Justo cuando Lin Zhiyi estaba a punto de suspirar aliviada, notó que Li Huan la miraba fijamente sin parpadear.
De repente, se sintió clavada en el suelo, incapaz de moverse.
Chen Jin siendo soltero y no familiarizado con el embarazo podría hacerlo más fácil de engañar, pero Li Huan era un médico.
Incluso si su especialidad no era obstetricia, al menos debería conocer los conceptos básicos.
La mirada de Li Huan se movió lentamente hacia abajo mientras miraba a Lin Zhiyi.
Había analizado la muestra de sangre del día del compromiso de Gong Chen. La concentración de alucinógenos era excesivamente alta—Ye Feifei claramente se había esforzado mucho.
Nadie habría podido resistir sus efectos.
Entonces…
Lin Zhiyi interrumpió rápidamente, —Li Huan, sé lo que quieres decir. No te preocupes. Una vez que esté en el extranjero, continuaré el tratamiento para mi mano. El ambiente escolar es hermoso—es perfecto para recuperarse y aprender. Realmente me gusta.
Así que, no pienses demasiado y no digas nada.
Sus palabras fueron lo suficientemente claras para que Li Huan entendiera su significado.
Él ofreció una bendición, —Buen viaje.
—Gracias. Adiós.
Lin Zhiyi agarró su bolso y se fue sin dudarlo.
Después de escuchar la puerta cerrarse, Chen Jin le dio a Li Huan una mirada vacilante.
—La última vez que vio dumplings de sopa, casi vomitó también. ¿No crees que…
—Claramente son espasmos estomacales inducidos por la ansiedad. Necesita un cuidado cuidadoso para recuperarse. Con todo lo que ha sucedido, y con la Segunda Señora casi siendo encarcelada, es comprensible que su condición empeorara —Li Huan palmeó el hombro de Chen Jin antes de agregar:
— Lleva el agua de hojas de níspero al Tercer Joven Maestro. Dile que beba menos alcohol y fume menos.
Al escuchar esto, Chen Jin dejó de especular y agarró el termo de la mesa.
—Me voy.
Li Huan asintió y se movió hacia el balcón, mirando a Lin Zhiyi que se alejaba abajo. Dejó escapar un profundo suspiro.
…
En la Mansión Gong.
Gong Chen acababa de acomodar a Sang Ran y se preparaba para irse.

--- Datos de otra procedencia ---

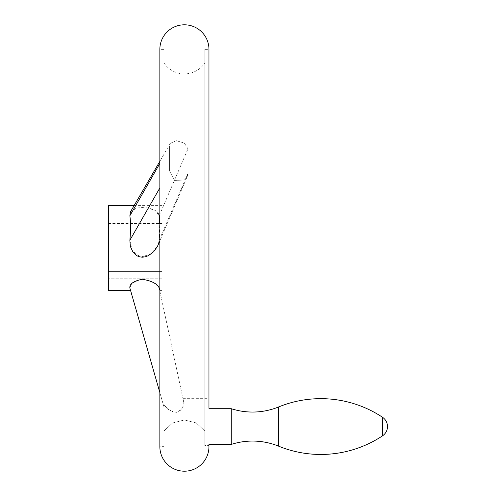 <?xml version="1.0" encoding="UTF-8"?>
<svg xmlns="http://www.w3.org/2000/svg" width="496" height="496" viewBox="0 0 496 496"><rect width="100%" height="100%" fill="white"/><g stroke="black" fill="none" stroke-linecap="round" stroke-linejoin="round"><path stroke-width="0.37" stroke-dasharray="2.48 1.86" d="M208.959 408.704L208.959 444.416L208.959 408.704M231.279 444.416L231.279 408.704M204.867 49.352L204.867 445.6L208.959 445.6L204.867 445.6L204.867 431.018L196.335 423.014L184.407 419.969L172.707 422.89L163.947 431.018L163.947 62.924L163.947 431.018L172.503 423.001L184.407 419.969L196.1 422.89L204.867 431.018L204.867 445.6L204.867 49.352L208.959 49.352L208.959 446.648M208.959 445.6L208.959 407.52M163.947 49.352L159.855 49.352L159.855 446.648L163.947 446.648L163.947 49.352L163.947 446.648M163.947 431.018L163.947 404.829C166.476 408.902 170.705 411.407 176.626 412.343C182.125 409.572 184.524 406.292 183.818 402.51L182.993 398.66L183.818 402.51L182.652 407.52L179.992 410.787L176.626 412.343L173.842 412.145L169.824 410.26L166.377 407.52L163.947 404.829L163.947 431.018M163.947 62.924A24.552 24.552 0 0 0 204.867 62.924L204.867 431.018L204.867 62.924M184.407 180.085L174.319 180.395L169.576 170.984L169.576 146.494L170.308 143.363L176.179 140.666L184.407 143.127L176.185 140.666L170.308 143.363L169.576 146.494L169.576 170.984L174.313 180.395L184.407 180.085L187.302 176.34L184.407 180.085M184.407 143.127L187.965 148.862L187.965 173.358L187.302 176.34L187.965 173.358L187.965 148.862L184.407 143.127M159.706 290.408L158.633 286.837L153.729 282.751L148.527 280.333L142.327 279.248L140.263 279.384L132.072 283.315L129.859 287.984L130.553 290.408M159.855 291.09L183.818 402.51L159.855 291.09M159.855 392.609L163.947 406.881L159.855 392.609M159.855 290.408L162.087 290.408L162.087 205.592L134.112 205.592L130.547 211.73L136.623 208.078L146.735 207.805L155.155 210.298L159.185 215.766L158.633 213.826L157.455 212.108L153.729 209.572L148.527 208.072L142.327 207.545L137.063 207.991L133.002 209.38L130.547 211.73L129.859 215.766C130.777 222.32 130.777 230.485 129.859 240.256L132.203 250.908L140.783 257.089L151.051 254.033L157.883 245.446L159.185 240.256L159.669 223.448M108.519 290.408L108.519 205.592M159.185 215.766L187.965 148.862L159.185 215.766C159.879 222.32 159.879 230.485 159.185 240.256L157.883 245.446L187.302 176.34L159.855 240.82M108.519 271.622L108.519 223.448L108.519 271.622L162.087 271.622L108.519 271.622M162.087 223.448L162.087 271.622L162.087 223.448L108.519 223.448M162.087 278.802L108.519 278.802L162.087 278.802L162.087 271.622L162.087 278.802M162.087 205.592L162.087 290.408M278.678 446.195L278.678 406.925M382.49 435.86L382.49 417.26M129.859 215.766L159.855 163.451M129.859 240.256L159.855 187.941M159.185 240.256L187.965 173.358L159.185 240.256M182.993 398.66L208.959 398.66M170.308 143.363L159.855 161.33L170.308 143.363"/><path stroke-width="0.74" d="M278.678 446.195A69.192 69.192 0 0 0 231.279 444.416L231.279 408.704A69.192 69.192 0 0 0 278.678 406.925L278.678 446.195A111.55 111.55 0 0 0 382.49 435.86A11.16 11.16 0 0 0 382.49 417.26A111.55 111.55 0 0 0 278.678 406.925M208.959 444.416L231.279 444.416M231.279 408.704L208.959 408.704M208.959 407.52L208.959 49.352A24.552 24.552 0 0 0 184.407 24.8A24.552 24.552 0 0 0 159.855 49.352L159.855 446.648A24.552 24.552 0 0 0 184.407 471.2A24.552 24.552 0 0 0 208.959 446.648L208.959 445.6M159.855 290.408L159.185 287.984C157.468 283.836 151.85 280.922 142.327 279.248C133.573 281.046 129.413 283.954 129.859 287.984L159.855 392.609L130.553 290.408L108.519 290.408L108.519 205.592L134.112 205.592L159.855 161.33L130.547 211.73L129.859 215.766L159.855 163.451M159.669 223.448L159.185 215.766M159.855 240.82L157.455 246.388L153.729 251.677L148.527 255.595L145.477 256.779L142.327 257.201L139.63 256.866L137.063 255.831L133.002 252.135L130.367 246.462L129.859 240.256C130.777 230.485 130.777 222.32 129.859 215.766M129.859 240.256L159.855 187.941M382.49 417.26L382.49 435.86"/></g></svg>
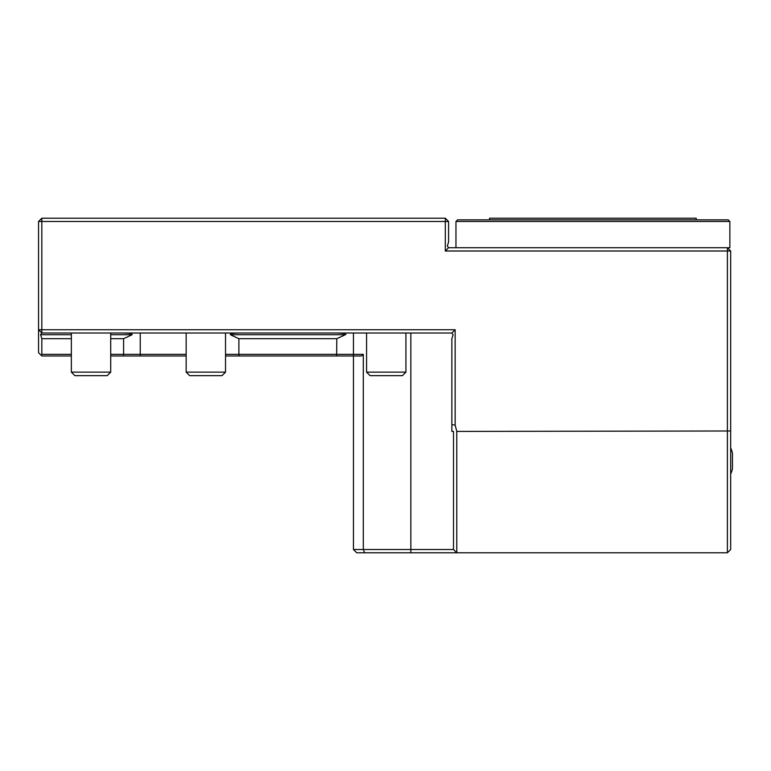 <?xml version="1.0" encoding="UTF-8"?>
<svg xmlns="http://www.w3.org/2000/svg" width="771" height="771" viewBox="0 0 771 771"><rect width="100%" height="100%" fill="white"/><g stroke="black" fill="none" stroke-linecap="round" stroke-linejoin="round"><path stroke-width="1.16" d="M727.4 552.788L727.4 251.009L445.301 251.009L445.301 221.489L41.827 221.489L41.827 329.737L38.55 329.737L38.55 221.489L41.827 221.489L41.827 218.212L445.301 218.212L448.577 221.489L448.577 242.055L447.325 246.026L448.577 247.732L727.4 247.732L730.677 251.009L730.677 549.511L727.4 552.788L364.654 552.788L363.295 549.511L453.502 549.511L453.502 431.423L451.854 431.423L451.854 338.691L453.107 334.72L451.854 333.014L455.141 329.737L455.141 425.091L456.779 431.423L456.779 552.788L453.502 549.511L453.502 431.423M38.55 221.489L41.827 218.212M445.301 218.212L445.301 221.489L448.577 221.489M238.885 338.691L336.802 338.691L345.321 334.72L230.375 334.72C230.192 332.927 236.466 333.245 238.885 333.014C236.466 333.245 230.192 332.927 230.375 334.72L238.885 338.691L238.885 354.342L363.295 354.342L363.295 549.511L353.455 549.511L356.732 552.788L364.654 552.788M353.455 549.511L353.455 355.98L225.527 355.98M225.527 354.342L238.885 354.342L239.049 355.98M336.802 338.691L336.648 355.98M363.295 354.342L361.647 355.98L353.455 355.98L353.455 333.014M186.158 355.98L110.716 355.98M110.716 333.014L110.716 372.142L71.356 372.142L71.356 355.98L41.827 355.98L41.008 355.161L41.827 354.342L71.356 354.342M110.716 354.342L123.591 354.342L123.427 355.98M451.854 333.014L41.827 333.014L38.55 329.737L38.55 352.694L41.008 355.161M455.141 425.091L451.854 424.657M445.301 251.009L448.577 247.732M730.677 430.989L456.779 431.423M110.716 338.691L123.591 338.691L123.591 354.342L186.158 354.342M71.356 338.691L41.827 338.691L41.827 354.342M123.591 338.691L132.101 334.72C132.284 332.918 126.01 333.226 123.591 333.014C126.01 333.226 132.284 332.918 132.101 334.72L110.716 334.72M455.141 329.737L41.827 329.737L41.827 333.014L40.584 334.72L41.827 338.691M345.967 334.363L345.321 334.72C345.495 332.918 339.221 333.226 336.802 333.014M455.96 247.732L455.96 221.489L729.858 221.489L729.858 247.732L727.4 247.732L727.4 251.009L730.677 251.009M205.838 372.142L186.158 372.142L189.685 375.66L222 375.66L225.527 372.142L205.838 372.142M386.252 372.142L366.572 372.142L370.09 375.66L402.414 375.66L405.931 372.142L386.252 372.142M110.716 372.142L107.198 375.66L74.874 375.66L71.356 372.142L71.356 333.014M730.677 474.049A32.806 32.806 0 0 0 732.45 468.816L732.45 453.069A32.806 32.806 0 0 0 730.677 447.835M696.232 219.851L696.232 218.212L489.585 218.212L489.585 219.851M455.96 221.489L457.598 219.851L728.219 219.851L729.858 221.489M410.856 552.788L410.856 333.014M140.235 333.014L140.235 355.98M71.356 334.72L40.584 334.72M186.158 333.014L186.158 372.142M225.527 333.014L225.527 372.142M366.572 333.014L366.572 372.142M405.931 333.014L405.931 372.142"/></g></svg>
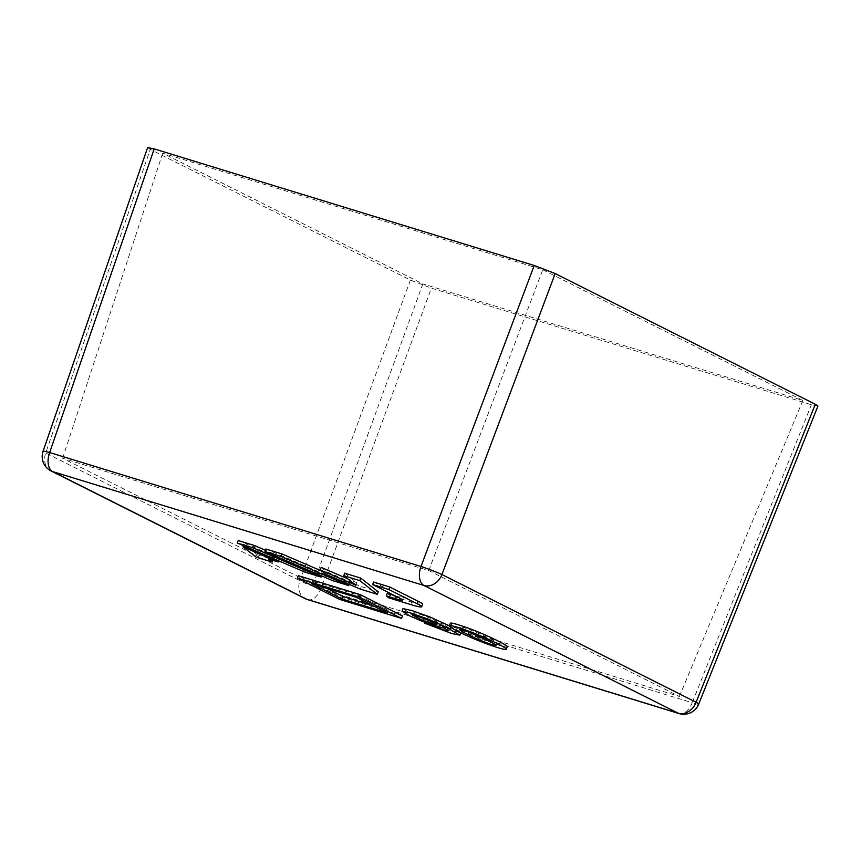 <?xml version="1.0" encoding="UTF-8"?>
<svg xmlns="http://www.w3.org/2000/svg" width="861" height="861" viewBox="0 0 861 861"><rect width="100%" height="100%" fill="white"/><g stroke="black" fill="none" stroke-linecap="round" stroke-linejoin="round"><path stroke-width="0.65" stroke-dasharray="4.3 3.23" d="M449.399 625.839L458.622 630.747L460.431 632.824L439.325 626.421L425.635 620.706L447.645 628.336L449.571 628.196L445.288 625.603L436.678 623.601L422.783 618.65L410.794 613.462L402.926 608.684M373.545 582.036L400.473 595.564A17.877 1.431 20.4 0 1 403.4 597.556A17.877 1.431 20.4 0 1 396.103 596.081L394.758 595.661M387.267 593.369L389.807 595.36L411.644 602.054A26.82 2.152 -159.6 0 0 422.579 604.271M321.153 567.388L326.739 571.769L361.243 586.599L378.237 591.808M344.712 573.189L356.895 582.746L347.769 578.829M265.866 549.006L333.594 578.118L349.674 583.048L321.627 570.994M238.228 540.525L305.956 569.638L322.025 574.567L265.414 550.233M257.052 554.635L273.131 559.564L269.106 556.41L279.104 559.478L243.964 544.378L257.052 554.635L256.126 557.142M402.464 615.873L340.515 596.867L298.304 575.665M507.204 646.794C507.151 648.129 492.922 643.576 480.836 638.701C467.319 633.438 449.238 624.483 450.335 623.289M817.939 406.058L811.385 404.735L431.361 288.155L410.396 280.062L150.266 149.362L45.719 453.004L299.897 580.712A16.09 12.958 -63.3 0 0 305.214 598.643M433.933 625.527L434.687 623.482M444.351 628.1L445.288 625.603M425.022 622.374L425.635 620.706M372.974 605.692L388.171 610.352L357.38 594.886L312.403 581.089L326.663 588.246M387.235 612.86L388.171 610.352M356.454 597.383L357.38 594.886M311.478 583.586L312.403 581.089M339.578 599.374L340.515 596.867M243.48 545.691L243.964 544.378M278.609 560.791L279.104 559.478M268.169 558.918L269.106 556.41M272.84 560.35L273.131 559.564M305.02 572.145L305.956 569.638M321.551 575.848L322.025 574.567M332.669 580.626L333.594 578.118M349.2 584.328L349.674 583.048M360.318 589.107L361.243 586.599M325.802 574.276L326.739 571.769M355.959 585.254L356.895 582.746M388.881 597.868L389.807 595.36M147.629 147.575L150.266 149.362M313.264 584.178L62.649 458.256L428.767 570.563L679.383 696.474L313.264 584.178L422.837 283.882L162.707 153.183L542.742 269.751L802.872 400.451L422.837 283.882M428.767 570.563L542.742 269.751M62.649 458.256L162.707 153.183M679.383 696.474L802.872 400.451M486.304 639.82L496.829 642.919C499.423 642.263 461.894 625.28 460.484 627.056L469.74 632.523M424.086 618.026C431.619 620.996 436.161 622.395 437.689 622.245C437.926 620.781 414.851 611.762 413.667 612.817L423.903 618.521M410.396 280.062L299.897 580.712A16.09 1.679 20.2 0 0 320.862 588.816L692.19 702.716A16.09 9.449 107.1 0 1 679.049 713.554M438.389 628.928L439.325 626.421M410.708 604.562L411.644 602.054M399.536 598.072L400.473 595.564M51.036 470.935A16.09 12.958 -63.3 0 1 45.719 453.004A16.09 1.227 19 0 1 43.05 451.325M698.702 704.147A16.09 1.356 21.8 0 1 692.19 702.716L811.385 404.735M307.721 599.643A16.09 9.449 107.1 0 0 320.862 588.816L431.361 288.155M479.9 641.208L480.836 638.701M449.851 628.616L448.915 631.124M403.4 597.556L402.464 600.063M495.893 645.427L496.829 642.919M459.548 629.563L460.484 627.056M436.764 624.752L437.689 622.245M412.731 615.314L413.667 612.817"/><path stroke-width="1.29" d="M401.99 611.192L411.095 613.107L428.552 619.274L445.75 626.98L459.892 635.138L451.659 633.492L424.71 623.213L446.719 630.844L448.646 630.704L444.351 628.1L435.741 626.098L421.858 621.147L409.858 615.97L401.99 611.192L402.98 608.609L412.032 610.6L429.478 616.767L449.399 625.839M421.642 606.768L422.579 604.271A26.82 2.152 -159.6 0 0 418.188 601.29L389.807 587.03L373.545 582.036L372.619 584.544L399.536 598.072A17.877 1.431 -159.6 0 1 402.464 600.063A17.877 1.431 -159.6 0 1 395.177 598.589L386.341 595.877L388.881 597.868L410.708 604.562A26.82 2.152 -159.6 0 0 421.642 606.768A26.82 2.152 -159.6 0 0 417.262 603.787L388.881 589.527L372.619 584.544M394.758 595.661L387.267 593.369L386.341 595.877M377.312 594.316L378.237 591.808L360.791 578.118L344.712 573.189L343.776 575.697L355.959 585.254L320.227 569.896L325.802 574.276L360.318 589.107L377.312 594.316L359.855 580.626L343.776 575.697M347.769 578.829L321.153 567.388L320.227 569.896M321.627 570.994L281.945 553.935L265.866 549.006L264.94 551.514L332.669 580.626L348.748 585.555L281.02 556.443L264.94 551.514M265.414 550.233L254.307 545.465L238.228 540.525L237.302 543.033L305.02 572.145L321.099 577.074L253.371 547.962L237.302 543.033M297.368 578.162L298.304 575.665L360.253 594.66L402.464 615.873L401.527 618.381L339.578 599.374L297.368 578.162L359.317 597.168L401.527 618.381M449.41 625.796L450.335 623.289C450.443 621.965 465.101 626.625 476.746 631.404C489.715 636.527 508.453 645.707 507.204 646.794L506.268 649.291C506.225 650.625 491.986 646.084 479.9 641.208C466.393 635.945 448.312 626.991 449.41 625.796C449.517 624.473 464.176 629.133 475.821 633.911C488.79 639.034 507.516 648.204 506.268 649.291M424.71 623.213L425.022 622.374M326.663 588.246L343.195 596.555L372.974 605.692M342.258 599.062L387.235 612.86L356.454 597.383L311.478 583.586L342.258 599.062L343.195 596.555M359.317 597.168L360.253 594.66M243.039 546.875L256.126 557.142L272.194 562.072L268.169 558.918L278.168 561.975L243.039 546.875L243.48 545.691M278.168 561.975L278.609 560.791M272.194 562.072L272.84 560.35M321.099 577.074L321.551 575.848M253.371 547.962L254.307 545.465M348.748 585.555L349.2 584.328M281.02 556.443L281.945 553.935M359.855 580.626L360.791 578.118M388.881 589.527L389.807 587.03M698.702 704.147A16.09 16.09 0 0 1 679.049 713.554A16.09 9.449 107.1 0 1 678.177 713.199A16.09 12.958 -63.3 0 0 696.118 702.253A16.09 1.356 21.8 0 1 698.702 704.147L817.939 406.058L815.313 404.272L696.118 702.253L441.941 574.545A16.09 12.958 -63.3 0 1 423.999 585.491L678.177 713.199L306.85 599.299L52.672 471.591L423.999 585.491A16.09 9.449 107.1 0 1 420.975 566.452A16.09 0.904 20.6 0 1 441.941 574.545L555.184 273.572L534.218 265.479L420.975 566.452L49.647 452.542A16.09 9.449 107.1 0 0 52.672 471.591A16.09 12.958 -63.3 0 1 51.036 470.935A16.09 16.09 0 0 1 43.05 451.325A16.09 1.227 19 0 1 49.647 452.542L154.194 148.899L147.629 147.575L43.05 451.325M154.194 148.899L534.218 265.479M555.184 273.572L815.313 404.272M469.74 632.523L486.304 639.82M478.425 639.465C488.273 643.608 494.106 645.599 495.893 645.427C498.487 644.771 460.969 627.787 459.548 629.563C460.366 630.887 466.662 634.18 478.425 639.465L479.351 636.957M423.149 620.533C430.694 623.493 435.225 624.903 436.764 624.752C436.99 623.278 413.915 614.259 412.731 615.314L423.149 620.533L424.086 618.026M417.262 603.787L418.188 601.29M395.177 598.589L396.028 596.307M51.036 470.935L305.214 598.643A16.09 12.958 -63.3 0 0 306.85 599.299A16.09 9.449 107.1 0 0 307.721 599.643L679.049 713.554M460.818 632.631L459.892 635.138M305.214 598.643A16.09 16.09 0 0 0 307.721 599.643"/></g></svg>

Sang Ran se aferró a su brazo desesperadamente. —Tercer Joven Maestro, ¿podrías quedarte esta noche?
—Tengo un resfriado. No es conveniente —dijo Gong Chen impasible.
—¿Estás enojado por lo que le dije a Zhiyi en el hospital?
…
Gong Chen permaneció en silencio.
—¡Solo una noche! ¡Te lo suplico!
Sang Ran agarró su manga con fuerza, dificultándole irse.
En el siguiente momento, Gong Chen ni siquiera le dirigió una mirada mientras liberaba su brazo a la fuerza, sin ofrecer una sola explicación antes de salir de la habitación.
Cuando la puerta se cerró, Chen Jin llegó arriba llevando el termo.
—Tercer Joven Maestro, esto es… el remedio para la tos que preparó Li Huan. Bébelo mientras está caliente.
—Está bien.
Gong Chen se dio la vuelta y entró en su estudio, con la intención de recuperar algunos documentos antes de salir.
Justo cuando se sentó, Chen Jin comenzó a servir el remedio.
Una fragancia delicada llenó el aire, lo que hizo que Gong Chen hiciera una pausa mientras buscaba sus archivos.
Tomando la taza, bebió un sorbo, y su expresión previamente helada se suavizó, su mirada cálida y fluida.
—Lin Zhiyi hizo esto. Siempre agrega accidentalmente demasiada azúcar de roca.
—Sí, ella lo hizo.
—Sírveme más —ordenó Gong Chen.
—Ciertamente.
Chen Jin dejó escapar un suspiro de alivio. Al menos estaba dispuesto a tomar medicina ahora.
Mientras servía, Gong Chen sacó un cigarrillo y se preparó para encenderlo.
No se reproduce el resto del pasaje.